La regolarità fiscale è diventata, nel nuovo Codice dei contratti pubblici, una delle cause di esclusione più “silenziose” e insieme più distruttive.


Silenziose, perché raramente emergono nella fase di predisposizione dell’offerta, quando l’operatore economico concentra le energie su requisiti, DGUE, tecnica, prezzi e tempi; distruttive, perché esplodono nella fase dei controlli e possono travolgere in un attimo un’offerta altrimenti impeccabile, annullando ribassi, punteggi tecnici e strategie competitive.

Il punto vero non è che la regolarità fiscale sia un requisito nuovo: è sempre stata un presidio di affidabilità. Il punto vero è che oggi il sistema pretende uniformità e tempestività nella lettura delle risultanze, riducendo l’area grigia delle interpretazioni, e soprattutto pretende che imprese e stazioni appaltanti smettano di trattare i controlli come una lotteria. In questa direzione si colloca il vademecum operativo elaborato con Agenzia delle Entrate e Agenzia delle Entrate-Riscossione e diffuso da ANAC: un documento che non aggiunge regole, ma prova a rendere applicabili le regole in modo standardizzato, prevenendo esclusioni “evitabili” e contenzioso “inutile”.

L’art. 94, comma 6, del d.lgs. 36/2023

Il baricentro normativo è l’art. 94, comma 6, del d.lgs. 36/2023, che prevede l’esclusione automatica in presenza di violazioni gravi definitivamente accertate in materia fiscale e contributiva. La scelta legislativa è netta: quando la violazione è grave e definitivamente accertata, non si apre una valutazione discrezionale di opportunità, ma scatta un effetto espulsivo.

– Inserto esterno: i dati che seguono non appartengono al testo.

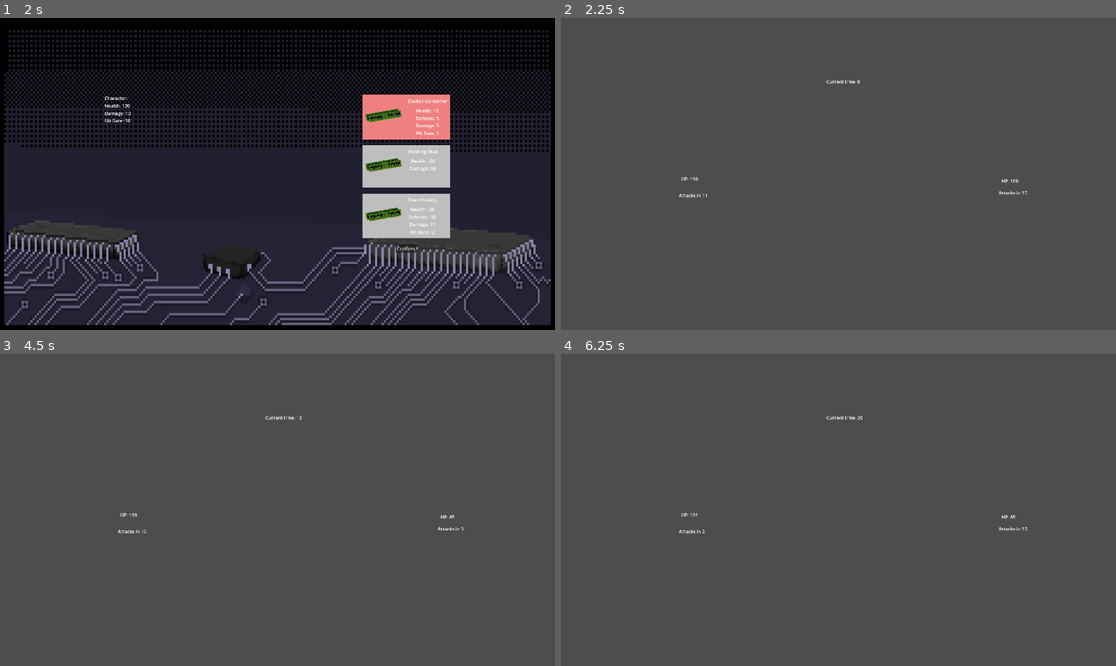
Above: before the commit, frames 1-4 (two rows, left to right).
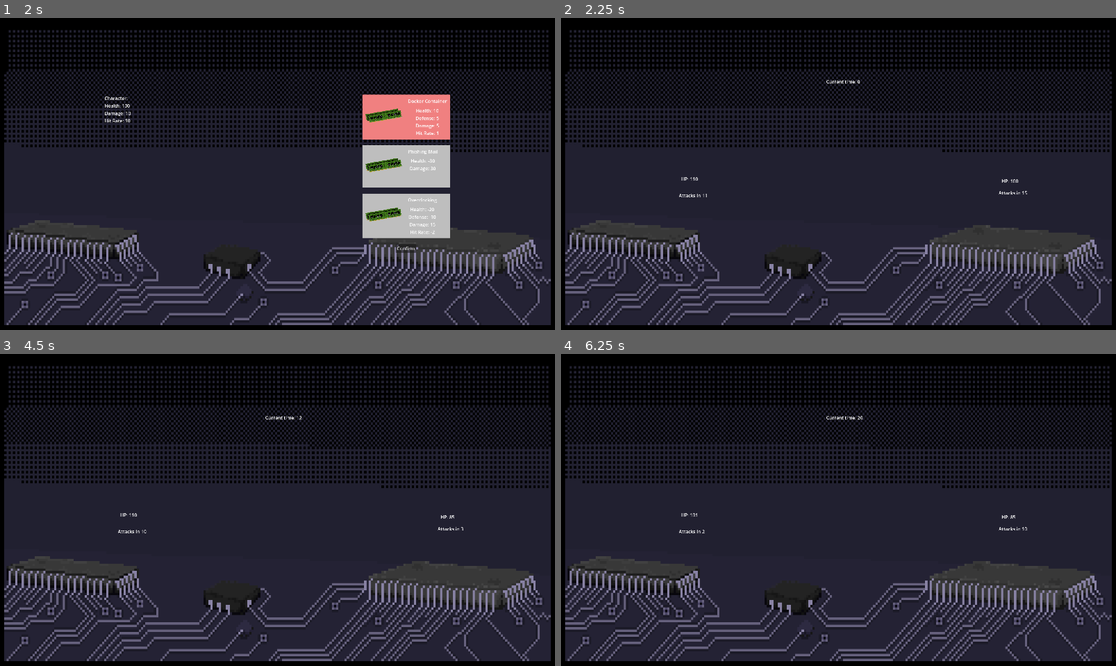
Above: after the commit, the same moments.

Repository: TheJustikar/piratesoftware-gamejam-16
Game: Godot game, scene res://Scenes/MainMenu/MainMenuScene.tscn
The game is run twice, just before and just after one commit, with the same random seed, the same clock (stepped at 60 frames per second) and the same inputs.
Inputs (mouse positions are in pixels of both pictures, inside the frame that each line leads up to):
- Up to frame 1 (2 s): click "START" at 0.5 s; tap Enter at 1.25 s; move the mouse to (405, 117) at 1.27 s; click (405, 117) at 1.42 s
- Up to frame 2 (2.25 s): click "Confirm" at 2 s
- Up to frame 3 (4.5 s): tap Space at 2.75, 4.25 s; move the mouse to (166, 525) at 2.77 s; click (166, 525) at 2.92 s; tap Enter at 3.5 s; move the mouse to (333, 441) at 3.52 s; click (333, 441) at 3.67 s; move the mouse to (249, 572) at 4.27 s; click (249, 572) at 4.42 s
- Up to frame 4 (6.25 s): tap Enter at 5 s; move the mouse to (1005, 556) at 5.02 s; click (1005, 556) at 5.17 s; tap Space at 5.75 s; move the mouse to (672, 463) at 5.77 s; click (672, 463) at 5.92 s

Frame 1 is identical in both runs. In frame 2, 96% of the frame differs, in the area x 0-100%, y 0-100%; in frame 3, 96%; in frame 4, 96%.

Commit message:
add to battle scene

Diff:
--- a/Scenes/Battle/BattleScene.tscn
+++ b/Scenes/Battle/BattleScene.tscn
@@ -1,9 +1,21 @@
-[gd_scene load_steps=2 format=3 uid="uid://53d6n0mbvlhj"]
+[gd_scene load_steps=3 format=3 uid="uid://53d6n0mbvlhj"]
 
 [ext_resource type="Script" path="res://Scenes/Battle/battle_scene.gd" id="1_orgtg"]
+[ext_resource type="Texture2D" uid="uid://cyby80we4y51g" path="res://GlobalAssets/battleground.png" id="2_d8utd"]
 
 [node name="Battle" type="Node2D"]
 script = ExtResource("1_orgtg")
+
+[node name="Background" type="CanvasLayer" parent="."]
+layer = -1
+
+[node name="TextureRect" type="TextureRect" parent="Background"]
+anchors_preset = 15
+anchor_right = 1.0
+anchor_bottom = 1.0
+grow_horizontal = 2
+grow_vertical = 2
+texture = ExtResource("2_d8utd")
 
 [node name="Player" type="Node2D" parent="."]
 position = Vector2(416, 546)

Il sistema, però, vive di un presupposto che nella pratica è stato spesso gestito male: capire quando una posizione è davvero “irregolare” ai fini della partecipazione e quando, invece, si è davanti a voci che non sono rilevanti o che sono neutralizzate da istituti che l’ordinamento riconosce (sospensioni, annullamenti, rateizzazioni in corso). È in questa zona di confine che si sono accumulate prassi difformi e letture discordanti tra stazioni appaltanti, con un effetto sistemico tipico: incertezza per il mercato, contestazioni e ricorsi, ritardi procedurali, e, soprattutto, erosione della fiducia reciproca tra amministrazione e operatori economici.

Le linee guida dell’ANAC

Il vademecum ANAC entra esattamente lì, dove la norma non basta perché la norma, per sua natura, non può descrivere in modo “manualistico” le fattispecie contabili e operative con cui si confrontano ogni giorno imprese e uffici. L’obiettivo dichiarato è duplice. Da un lato, consentire alle imprese di effettuare controlli preventivi sulla propria posizione e sanare per tempo eventuali anomalie che potrebbero determinare l’esclusione. Dall’altro, fornire alle amministrazioni un criterio uniforme per leggere correttamente le risultanze dei controlli, evitando che la stessa situazione debitoria venga considerata regolare da un ente e irregolare da un altro. Chi lavora nel settore sa che questa uniformità è tutto fuorché un dettaglio: è il prerequisito per un mercato credibile, in cui la partecipazione alle gare non dipende dall’interpretazione locale, ma da regole sostanzialmente applicate in modo omogeneo.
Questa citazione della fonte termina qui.